** THE INPUT follows **

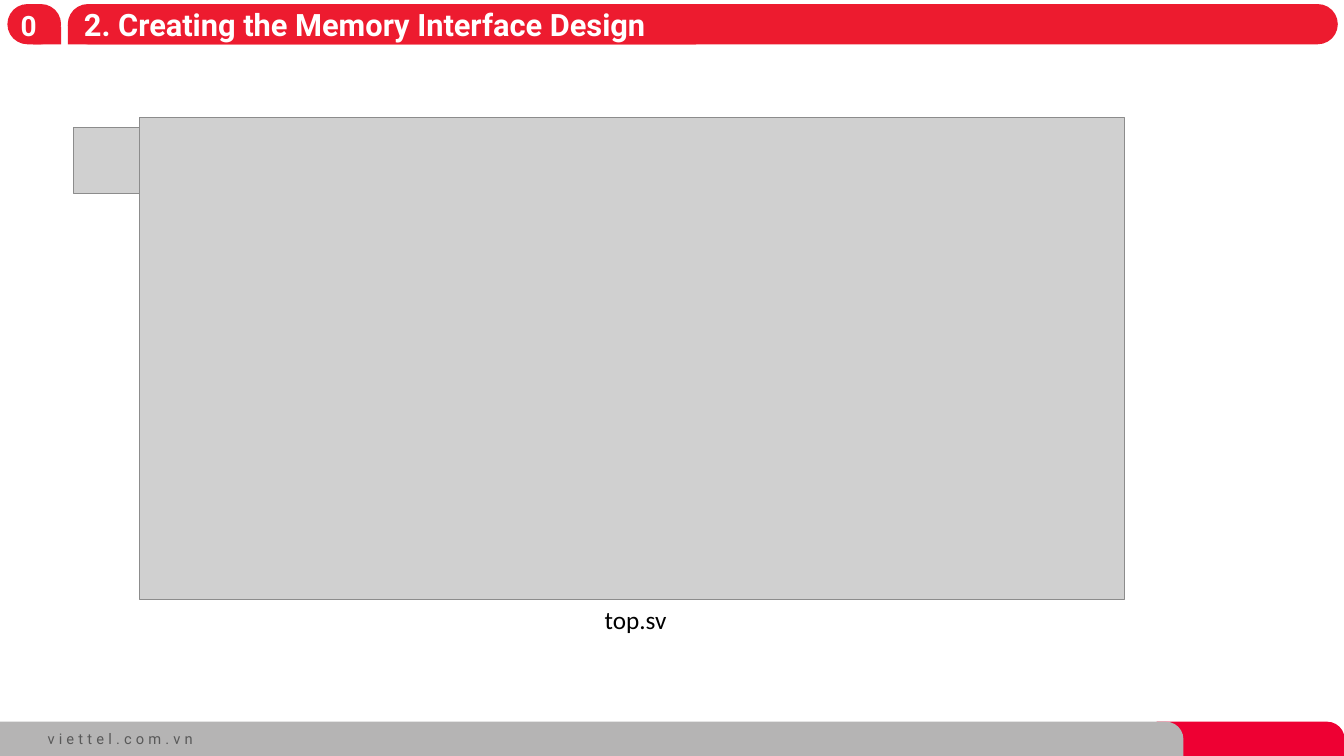
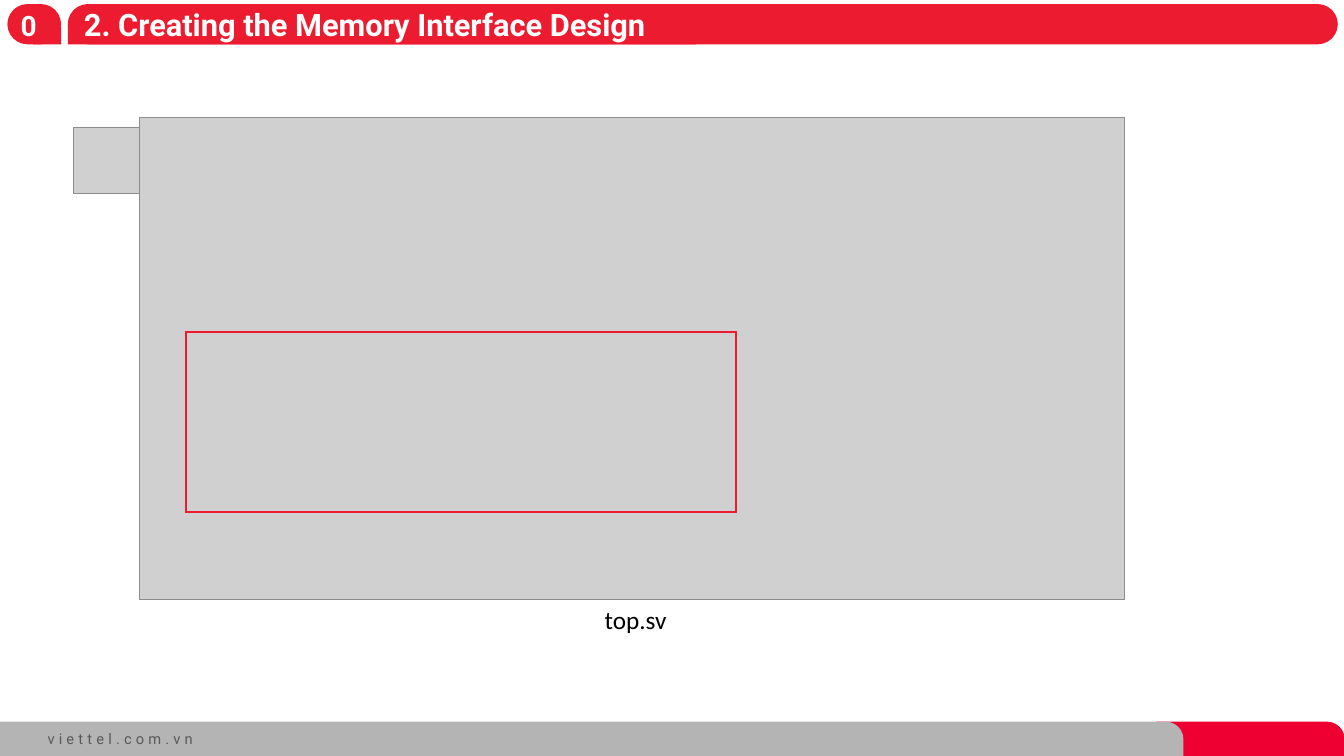
Before and after one commit to hungkem/hungkem-SystemVerilog-for-Design-and-Verification, a slide deck: slide 8 of LAB7.pptx. Drawn at 1344x756 pixels with LibreOffice and Linux fonts; fonts in the diff are those of the drawing; grey boxes stand for pictures; background and template pictures are left out. Boxes give left, top, right and bottom in pixels: in the first picture for what was removed or moved away, otherwise in the second. Text is boxed around its words. In the diff, an @@ line names an element or a change of style, - is before the commit and + after.

```diff
--- a/LAB7.pptx
+++ b/LAB7.pptx
@@ rectangle added at (186, 333, 736, 513), outline #ED1B2F 1.5 pt @@
```
Also in this commit, not shown: 4 other slides changed, 8 other files.

** End of THE INPUT **

* **PROBLEM DESCRIPTION**
Where a line above contains the word "pptx", copy that line.

* **FINISHED EXERCISE**
Before and after one commit to hungkem/hungkem-SystemVerilog-for-Design-and-Verification, a slide deck: slide 8 of LAB7.pptx. Drawn at 1344x756 pixels with LibreOffice and Linux fonts; fonts in the diff are those of the drawing; grey boxes stand for pictures; background and template pictures are left out. Boxes give left, top, right and bottom in pixels: in the first picture for what was removed or moved away, otherwise in the second. Text is boxed around its words. In the diff, an @@ line names an element or a change of style, - is before the commit and + after.
--- a/LAB7.pptx
+++ b/LAB7.pptx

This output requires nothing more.